In Tulsi Ram and ors. v. State of Uttar Pradesh[2], under para 12, the court was thinking about these parts of the issue and clarified that a grumbling about the charge was never raised at any prior stage and the Hon’ble Judges arrived at the resolution that the charge was completely comprehended by the appellants all things considered and they never griped at the suitable stage that they were confounded or baffled by the charge. The tragic thing is valid here. Consequently, the Court wouldn’t acknowledge any complaint identifying with a mistake in the confining of the charge.


REFERENCES:

  1. N. Chandrasekharan Pillai, R.V. Kelkar’s Criminal Procedure (6th ed. 2014).
  2. Ratanlal & Dhirajlal, Commentary on the Code of Criminal Procedure (18th ed. 2006).

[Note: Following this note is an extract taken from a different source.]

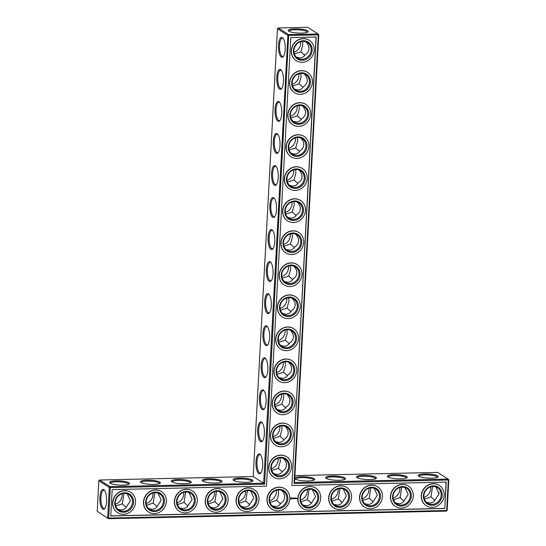 <?xml version="1.0" encoding="UTF-8"?>
<svg xmlns="http://www.w3.org/2000/svg" width="546" height="546" viewBox="0 0 546 546"><rect width="100%" height="100%" fill="white"/><g stroke="black" fill="none" stroke-linecap="round" stroke-linejoin="round"><path stroke-width="0.82" d="M99.631 479.989L110.087 486.657L109.302 487.448L98.846 480.773L99.631 479.989L253.208 476.542L263.663 483.21L287.913 35.422L277.457 28.747L278.242 27.962L288.697 34.63L287.913 35.422L318.304 34.91L294.007 483.476L448.327 480.009L446.676 510.51L447.154 510.326L448.805 479.825L448.327 480.009L448.102 479.074L448.805 479.825M253.208 476.542L277.457 28.747M259.828 454.115A9.971 3.372 88.7 0 1 260.305 454.525A9.971 3.372 88.7 0 1 262.674 463.779A9.971 3.372 88.7 0 1 260.722 473.129A9.971 3.372 88.7 0 1 255.958 464.653A9.971 3.372 88.7 0 1 259.828 454.115M261.568 422.072A9.971 3.372 88.7 0 1 262.039 422.481A9.971 3.372 88.7 0 1 264.414 431.743A9.971 3.372 88.7 0 1 262.462 441.093A9.971 3.372 88.7 0 1 257.692 432.609A9.971 3.372 88.7 0 1 261.568 422.072M263.302 390.035A9.971 3.372 88.7 0 1 263.779 390.445A9.971 3.372 88.7 0 1 266.148 399.699A9.971 3.372 88.7 0 1 264.196 409.05A9.971 3.372 88.7 0 1 259.425 400.573A9.971 3.372 88.7 0 1 263.302 390.035M265.035 357.992A9.971 3.372 88.7 0 1 265.513 358.401A9.971 3.372 88.7 0 1 267.881 367.656A9.971 3.372 88.7 0 1 265.929 377.013A9.971 3.372 88.7 0 1 261.159 368.53A9.971 3.372 88.7 0 1 265.035 357.992M266.769 325.955A9.971 3.372 88.7 0 1 267.247 326.365A9.971 3.372 88.7 0 1 269.615 335.619A9.971 3.372 88.7 0 1 267.663 344.97A9.971 3.372 88.7 0 1 262.899 336.493A9.971 3.372 88.7 0 1 266.769 325.955M268.509 293.912A9.971 3.372 88.7 0 1 268.98 294.321A9.971 3.372 88.7 0 1 271.355 303.576A9.971 3.372 88.7 0 1 269.403 312.933A9.971 3.372 88.7 0 1 264.633 304.45A9.971 3.372 88.7 0 1 268.509 293.912M270.243 261.875A9.971 3.372 88.7 0 1 270.72 262.285A9.971 3.372 88.7 0 1 273.089 271.539A9.971 3.372 88.7 0 1 271.137 280.89A9.971 3.372 88.7 0 1 266.366 272.413A9.971 3.372 88.7 0 1 270.243 261.875M271.976 229.832A9.971 3.372 88.7 0 1 272.454 230.241A9.971 3.372 88.7 0 1 274.822 239.496A9.971 3.372 88.7 0 1 272.87 248.853A9.971 3.372 88.7 0 1 268.1 240.37A9.971 3.372 88.7 0 1 271.976 229.832M273.71 197.795A9.971 3.372 88.7 0 1 274.188 198.205A9.971 3.372 88.7 0 1 276.556 207.46A9.971 3.372 88.7 0 1 274.604 216.81A9.971 3.372 88.7 0 1 269.84 208.333A9.971 3.372 88.7 0 1 273.71 197.795M275.45 165.752A9.971 3.372 88.7 0 1 275.921 166.161A9.971 3.372 88.7 0 1 278.296 175.416A9.971 3.372 88.7 0 1 276.344 184.773A9.971 3.372 88.7 0 1 271.574 176.29A9.971 3.372 88.7 0 1 275.45 165.752M277.184 133.715A9.971 3.372 88.7 0 1 277.661 134.125A9.971 3.372 88.7 0 1 280.03 143.38A9.971 3.372 88.7 0 1 278.078 152.73A9.971 3.372 88.7 0 1 273.307 144.246A9.971 3.372 88.7 0 1 277.184 133.715M278.917 101.672A9.971 3.372 88.7 0 1 279.395 102.082A9.971 3.372 88.7 0 1 281.763 111.336A9.971 3.372 88.7 0 1 279.811 120.693A9.971 3.372 88.7 0 1 275.041 112.21A9.971 3.372 88.7 0 1 278.917 101.672M280.651 69.635A9.971 3.372 88.7 0 1 281.129 70.045A9.971 3.372 88.7 0 1 283.497 79.3A9.971 3.372 88.7 0 1 281.545 88.65A9.971 3.372 88.7 0 1 276.781 80.166A9.971 3.372 88.7 0 1 280.651 69.635M282.391 37.592A9.971 3.372 88.7 0 1 282.862 38.002A9.971 3.372 88.7 0 1 285.237 47.256A9.971 3.372 88.7 0 1 283.285 56.607A9.971 3.372 88.7 0 1 278.515 48.13A9.971 3.372 88.7 0 1 282.391 37.592M264.626 484.131L110.306 487.598L110.087 486.657L263.663 483.21L264.626 484.131L288.697 34.63L318.079 33.975L307.623 27.3L278.242 27.962M110.169 483.203A9.971 2.075 3.1 0 0 120.127 485.101A9.971 2.075 3.1 0 0 129.252 483.961A9.971 2.075 3.1 0 0 119.663 480.924A9.971 2.075 3.1 0 0 109.794 482.91A9.971 2.075 3.1 0 0 110.169 483.203M141.032 482.514A9.971 2.075 3.1 0 0 150.989 484.404A9.971 2.075 3.1 0 0 160.121 483.271A9.971 2.075 3.1 0 0 150.525 480.227A9.971 2.075 3.1 0 0 140.656 482.214A9.971 2.075 3.1 0 0 141.032 482.514M171.894 481.818A9.971 2.075 3.1 0 0 181.852 483.715A9.971 2.075 3.1 0 0 190.984 482.575A9.971 2.075 3.1 0 0 181.388 479.538A9.971 2.075 3.1 0 0 171.519 481.524A9.971 2.075 3.1 0 0 171.894 481.818M202.757 481.128A9.971 2.075 3.1 0 0 212.722 483.019A9.971 2.075 3.1 0 0 221.847 481.886A9.971 2.075 3.1 0 0 212.251 478.842A9.971 2.075 3.1 0 0 202.389 480.828A9.971 2.075 3.1 0 0 202.757 481.128M233.62 480.432A9.971 2.075 3.1 0 0 243.584 482.33A9.971 2.075 3.1 0 0 252.709 481.19A9.971 2.075 3.1 0 0 243.113 478.153A9.971 2.075 3.1 0 0 233.251 480.139A9.971 2.075 3.1 0 0 233.62 480.432M261.036 472.7A9.186 3.105 88.7 0 1 260.251 473.02A9.186 3.105 88.7 0 1 256.941 463.909A9.186 3.105 88.7 0 1 259.835 454.654A9.186 3.105 88.7 0 1 260.531 454.866A9.186 3.105 88.7 0 1 260.64 454.941M262.769 440.656A9.186 3.105 88.7 0 1 261.984 440.984A9.186 3.105 88.7 0 1 258.674 431.866A9.186 3.105 88.7 0 1 261.575 422.618A9.186 3.105 88.7 0 1 262.264 422.829A9.186 3.105 88.7 0 1 262.373 422.904M264.51 408.62A9.186 3.105 88.7 0 1 263.718 408.94A9.186 3.105 88.7 0 1 260.408 399.829A9.186 3.105 88.7 0 1 263.308 390.574A9.186 3.105 88.7 0 1 263.998 390.786A9.186 3.105 88.7 0 1 264.107 390.861M266.243 376.576A9.186 3.105 88.7 0 1 265.458 376.904A9.186 3.105 88.7 0 1 262.141 367.786A9.186 3.105 88.7 0 1 265.042 358.538A9.186 3.105 88.7 0 1 265.738 358.749A9.186 3.105 88.7 0 1 265.847 358.824M267.977 344.54A9.186 3.105 88.7 0 1 267.192 344.86A9.186 3.105 88.7 0 1 263.882 335.749A9.186 3.105 88.7 0 1 266.776 326.494A9.186 3.105 88.7 0 1 267.472 326.706A9.186 3.105 88.7 0 1 267.581 326.781M269.71 312.496A9.186 3.105 88.7 0 1 268.925 312.824A9.186 3.105 88.7 0 1 265.615 303.706A9.186 3.105 88.7 0 1 268.516 294.458A9.186 3.105 88.7 0 1 269.205 294.669A9.186 3.105 88.7 0 1 269.315 294.744M271.451 280.46A9.186 3.105 88.7 0 1 270.659 280.78A9.186 3.105 88.7 0 1 267.349 271.669A9.186 3.105 88.7 0 1 270.25 262.414A9.186 3.105 88.7 0 1 270.939 262.626A9.186 3.105 88.7 0 1 271.048 262.701M273.184 248.416A9.186 3.105 88.7 0 1 272.399 248.744A9.186 3.105 88.7 0 1 269.082 239.626A9.186 3.105 88.7 0 1 271.983 230.371A9.186 3.105 88.7 0 1 272.679 230.589A9.186 3.105 88.7 0 1 272.788 230.665M274.918 216.38A9.186 3.105 88.7 0 1 274.133 216.701A9.186 3.105 88.7 0 1 270.823 207.589A9.186 3.105 88.7 0 1 273.717 198.335A9.186 3.105 88.7 0 1 274.413 198.546A9.186 3.105 88.7 0 1 274.522 198.621M276.651 184.336A9.186 3.105 88.7 0 1 275.866 184.657A9.186 3.105 88.7 0 1 272.556 175.546A9.186 3.105 88.7 0 1 275.457 166.291A9.186 3.105 88.7 0 1 276.146 166.503A9.186 3.105 88.7 0 1 276.256 166.578M278.392 152.3A9.186 3.105 88.7 0 1 277.6 152.621A9.186 3.105 88.7 0 1 274.29 143.509A9.186 3.105 88.7 0 1 277.191 134.255A9.186 3.105 88.7 0 1 277.88 134.466A9.186 3.105 88.7 0 1 277.989 134.541M280.125 120.256A9.186 3.105 88.7 0 1 279.34 120.577A9.186 3.105 88.7 0 1 276.023 111.466A9.186 3.105 88.7 0 1 278.924 102.211A9.186 3.105 88.7 0 1 279.62 102.423A9.186 3.105 88.7 0 1 279.729 102.498M281.859 88.22A9.186 3.105 88.7 0 1 281.074 88.541A9.186 3.105 88.7 0 1 277.764 79.429A9.186 3.105 88.7 0 1 280.658 70.175A9.186 3.105 88.7 0 1 281.354 70.386A9.186 3.105 88.7 0 1 281.463 70.461M283.592 56.177A9.186 3.105 88.7 0 1 282.808 56.497A9.186 3.105 88.7 0 1 279.497 47.386A9.186 3.105 88.7 0 1 282.398 38.131A9.186 3.105 88.7 0 1 283.087 38.343A9.186 3.105 88.7 0 1 283.197 38.418M128.679 484.295A9.186 1.911 3.1 0 0 128.679 484.261A9.186 1.911 3.1 0 0 119.608 481.852A9.186 1.911 3.1 0 0 110.333 483.265A9.186 1.911 3.1 0 0 110.333 483.306M159.541 483.606A9.186 1.911 3.1 0 0 159.541 483.565A9.186 1.911 3.1 0 0 150.478 481.163A9.186 1.911 3.1 0 0 141.196 482.575A9.186 1.911 3.1 0 0 141.196 482.609M190.404 482.91A9.186 1.911 3.1 0 0 190.404 482.876A9.186 1.911 3.1 0 0 181.34 480.466A9.186 1.911 3.1 0 0 172.065 481.879A9.186 1.911 3.1 0 0 172.065 481.92M221.266 482.22A9.186 1.911 3.1 0 0 221.273 482.179A9.186 1.911 3.1 0 0 212.203 479.777A9.186 1.911 3.1 0 0 202.928 481.19A9.186 1.911 3.1 0 0 202.928 481.224M252.129 481.524A9.186 1.911 3.1 0 0 252.136 481.49A9.186 1.911 3.1 0 0 243.066 479.081A9.186 1.911 3.1 0 0 233.79 480.494A9.186 1.911 3.1 0 0 233.79 480.535M97.195 511.274L108.347 518.7L108.654 518.099L107.651 517.949L109.302 487.448L110.306 487.598L108.654 518.099L446.676 510.51L446.369 511.111L108.347 518.7L97.195 511.274L98.846 480.773M444.813 508.503L110.742 516.004L112.169 489.605L266.489 486.138L290.786 37.578L316.216 37.005L291.919 485.565L446.239 482.104L444.813 508.503L446.062 482.104M294.82 28.836A9.971 2.075 -176.9 0 1 304.784 29.757A9.971 2.075 -176.9 0 1 307.869 31.934A9.971 2.075 -176.9 0 1 298.048 33.04A9.971 2.075 -176.9 0 1 288.404 30.883A9.971 2.075 -176.9 0 1 294.82 28.836M106.579 501.487A9.944 3.365 -91.3 0 0 104.252 490.055A9.944 3.365 -91.3 0 0 99.884 499.433A9.944 3.365 -91.3 0 0 104.668 508.613A9.944 3.365 -91.3 0 0 106.579 501.487M117.847 509.227L121.273 509.95C123.642 509.848 125.43 508.722 126.638 506.586L130.392 500.778L127.232 493.823M148.71 508.531L152.136 509.254C154.504 509.152 156.292 508.033 157.501 505.889L161.254 500.081L158.101 493.127M179.573 507.841L182.999 508.565C185.367 508.456 187.155 507.336 188.363 505.2L192.117 499.392L188.964 492.437M210.442 507.145L213.861 507.869C216.23 507.766 218.018 506.647 219.226 504.504L222.98 498.696L219.826 491.741M241.305 506.456L244.724 507.179C247.092 507.07 248.88 505.951 250.088 503.815L253.842 498.007L250.689 491.052M294.901 475.6L437.653 472.399L448.102 479.074L294.526 482.521L294.007 483.476M430.664 486.841A9.186 8.429 -57.5 0 1 423.969 497.331M399.802 487.53A9.186 8.429 -57.5 0 1 393.106 498.02M368.939 488.226A9.186 8.429 -57.5 0 1 362.244 498.716M338.076 488.916A9.186 8.429 -57.5 0 1 331.381 499.406M307.214 489.612A9.186 8.429 -57.5 0 1 300.518 500.102M281.552 394.185A9.186 8.429 -57.5 0 1 274.856 404.675M283.285 362.141A9.186 8.429 -57.5 0 1 276.597 372.631M285.026 330.105A9.186 8.429 -57.5 0 1 278.33 340.595M286.759 298.061A9.186 8.429 -57.5 0 1 280.064 308.551M276.344 490.308A9.186 8.429 -57.5 0 1 269.656 500.791M245.482 490.997A9.186 8.429 -57.5 0 1 238.786 501.487M278.085 458.265A9.186 8.429 -57.5 0 1 271.389 468.755M214.619 491.693A9.186 8.429 -57.5 0 1 207.924 502.177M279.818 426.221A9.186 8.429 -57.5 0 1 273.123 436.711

[1] V.C. Shukla v. State, AIR 1980 SC 962.

[2] Tulsi Ram and Ors. v. State of Uttar Pradesh, AIR 1954 SC 194.


  1. Examination of Accused as a Defense Witness: Purpose and Procedure under CRPC(Opens in a new browser tab)
  2. Classification of Offences under the Code of Criminal Procedure, 1973(Opens in a new browser tab)
Ashish
Author: Ashish

Ashish has a flair for legal research and writing on contemporary issues. He believes the law is not a course but a Value Education subject that everyone should be taught at the school level. Belonging to the legal fraternity, he owes a responsibility to the future law aspirants and tries to assist them through their law school until they chose a career in law.